The spread of water crisis across Iran has compelled the government and water authorities to devise costly and, not necessarily, effective plans to help mitigate its impacts.

Official reports say nearly 5,000 villages across the country are struggling with varying degrees of water scarcity. To remedy the problem, Iran’s Energy Ministry has come up with 233 plans to construct dams, expand the water network and implement 120 projects for supplying water to drought-hit regions.

About 93 dam construction projects have top-priority status.

The government has allocated 40 trillion rials ($1.2 billion) to the ministry and its subsidiaries in the current Iranian year (started March 20) to carry out the schemes, while roughly 76 trillion rials ($2.2 billion) are needed to complete 924 incomplete water supply projects, according to Ali Asghar Qane’, deputy for planning and development at the National Water and Wastewater Company.

“The banks have agreed to invest 24 trillion rials ($693 million) into these projects, which is a far cry from what we need but it’s enough to finish around 28 projects,” he was quoted as saying by ISNA.

Costs Outweigh Benefits

While it is encouraging to see that something is being done to address the worsening crisis, which has afflicted nearly the entire country and forced countless rural residents to abandon their villages in search of better opportunities in big cities, observers say these mega projects are unlikely to effectively address Iran’s struggle with water shortage.
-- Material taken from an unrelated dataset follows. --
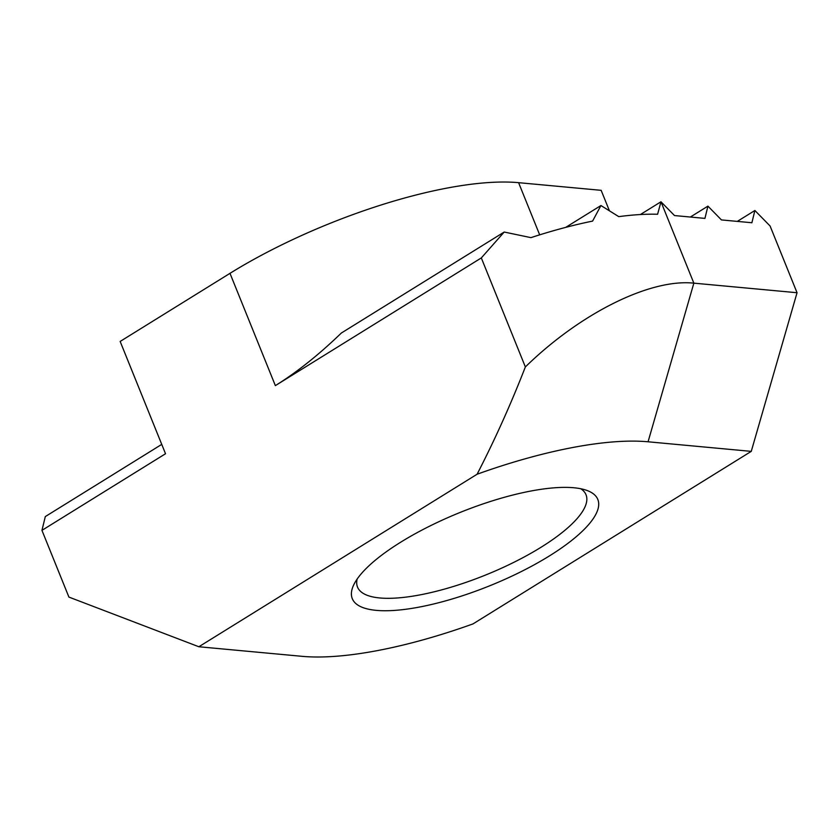 <?xml version="1.0" encoding="UTF-8"?>
<svg xmlns="http://www.w3.org/2000/svg" width="839" height="839" viewBox="0 0 839 839"><rect width="100%" height="100%" fill="white"/><g stroke="black" fill="none" stroke-linecap="round" stroke-linejoin="round"><path stroke-width="1.26" d="M549.367 555.953A132.415 39.548 -22 0 1 409.138 608.799A132.415 39.548 -22 0 1 353.817 584.699A132.415 39.548 -22 0 1 400.759 542.162A132.415 39.548 -22 0 1 587.038 490.479A132.415 39.548 -22 0 1 549.367 555.953M357.131 579.099A123.228 36.801 158 0 0 357.519 587.08A123.228 36.801 158 0 0 426.632 593.54A123.228 36.801 158 0 0 540.914 547.343A123.228 36.801 158 0 0 586.021 494.758A123.228 36.801 158 0 0 580.756 488.738M481.313 257.93L275.36 385.625L229.991 273.336L120.155 341.442L165.524 453.742L41.95 530.363L68.913 597.085L198.864 646.754L302.061 656.329A231.732 69.197 158 0 0 473.007 623.901L751.262 451.372L797.05 292.727L770.087 226.006L754.89 210.495L751.891 222.744L721.446 219.923L707.927 206.132L704.938 218.392L674.493 215.56L660.975 201.78L657.598 214.27A208.439 62.243 -22 0 0 618.773 216.64L600.934 205.534L592.596 221.097A208.439 62.243 -22 0 0 530.93 237.636L504.208 232.036L481.313 257.93L525.361 366.947C510.993 403.884 494.916 439.646 477.108 474.224A231.732 69.197 -22 0 1 648.065 441.786L751.262 451.372M41.95 530.363L45.316 516.572L161.738 444.387M525.361 366.947C580.557 313.041 650.277 278.538 693.853 283.152L797.05 292.727M198.864 646.754L477.108 474.224M229.991 273.336A220.699 65.903 -22 0 1 518.596 182.671L601.154 190.327L609.355 210.631M275.36 385.625C297.048 372.138 319.04 354.603 341.337 333.031L504.208 232.036M737.303 221.391L754.89 210.495M690.35 217.039L707.927 206.132M640.398 214.532L660.975 201.78L693.853 283.152L648.065 441.786M565.696 227.379L600.934 205.534M518.596 182.671L539.676 234.847"/></g></svg>

Reports about transferring water from the Persian Gulf and Caspian Sea to the plains in central Iran, which are among the more publicized projects, have become a staple in news outlets.

Advocates of the schemes say the projects are essential to battling drought and sustaining industrial activities (most of which, such as steel and petrochemical production, are water-intensive), while critics argue that the plans will only offer temporary solutions that are not worth their environmental and financial costs.

Energy officials apparently make up the bulk of supporters, while a majority of opponents are environmentalists, climatologists and activists.
Excessive construction of dams is blamed for the drying up of rivers, such as Zayanderoud in Isfahan, and lakes, such as Lake Urmia in northwestern Iran.

Critics, such as Mohammad Darvish, director of the Public Participation Office at the Department of Environment, say in such projects, “the costs outweigh the benefits,” and stress that there are more feasible and sustainable means of meeting a region’s water needs without harming water resources in the long run.

Rain water harvesting, judicious water use (especially in the agro sector that guzzles more than 90% of the country’s water resources), promoting modern  irrigation techniques, recycling wastewater, separating potable water from wastewater and implementation of watershed plans are among measures suggested by experts to help conserve water.

Environmentalists, social scientists and the cross-section of academia and media have for years appealed to the masses to cut water consumption and called on officials to undertake meaningful reforms, to no avail.

There is a strong consensus that if water consumption patterns do not change in the near future, many parts of the country will turn into barren desert while entire towns and villages will become uninhabitable.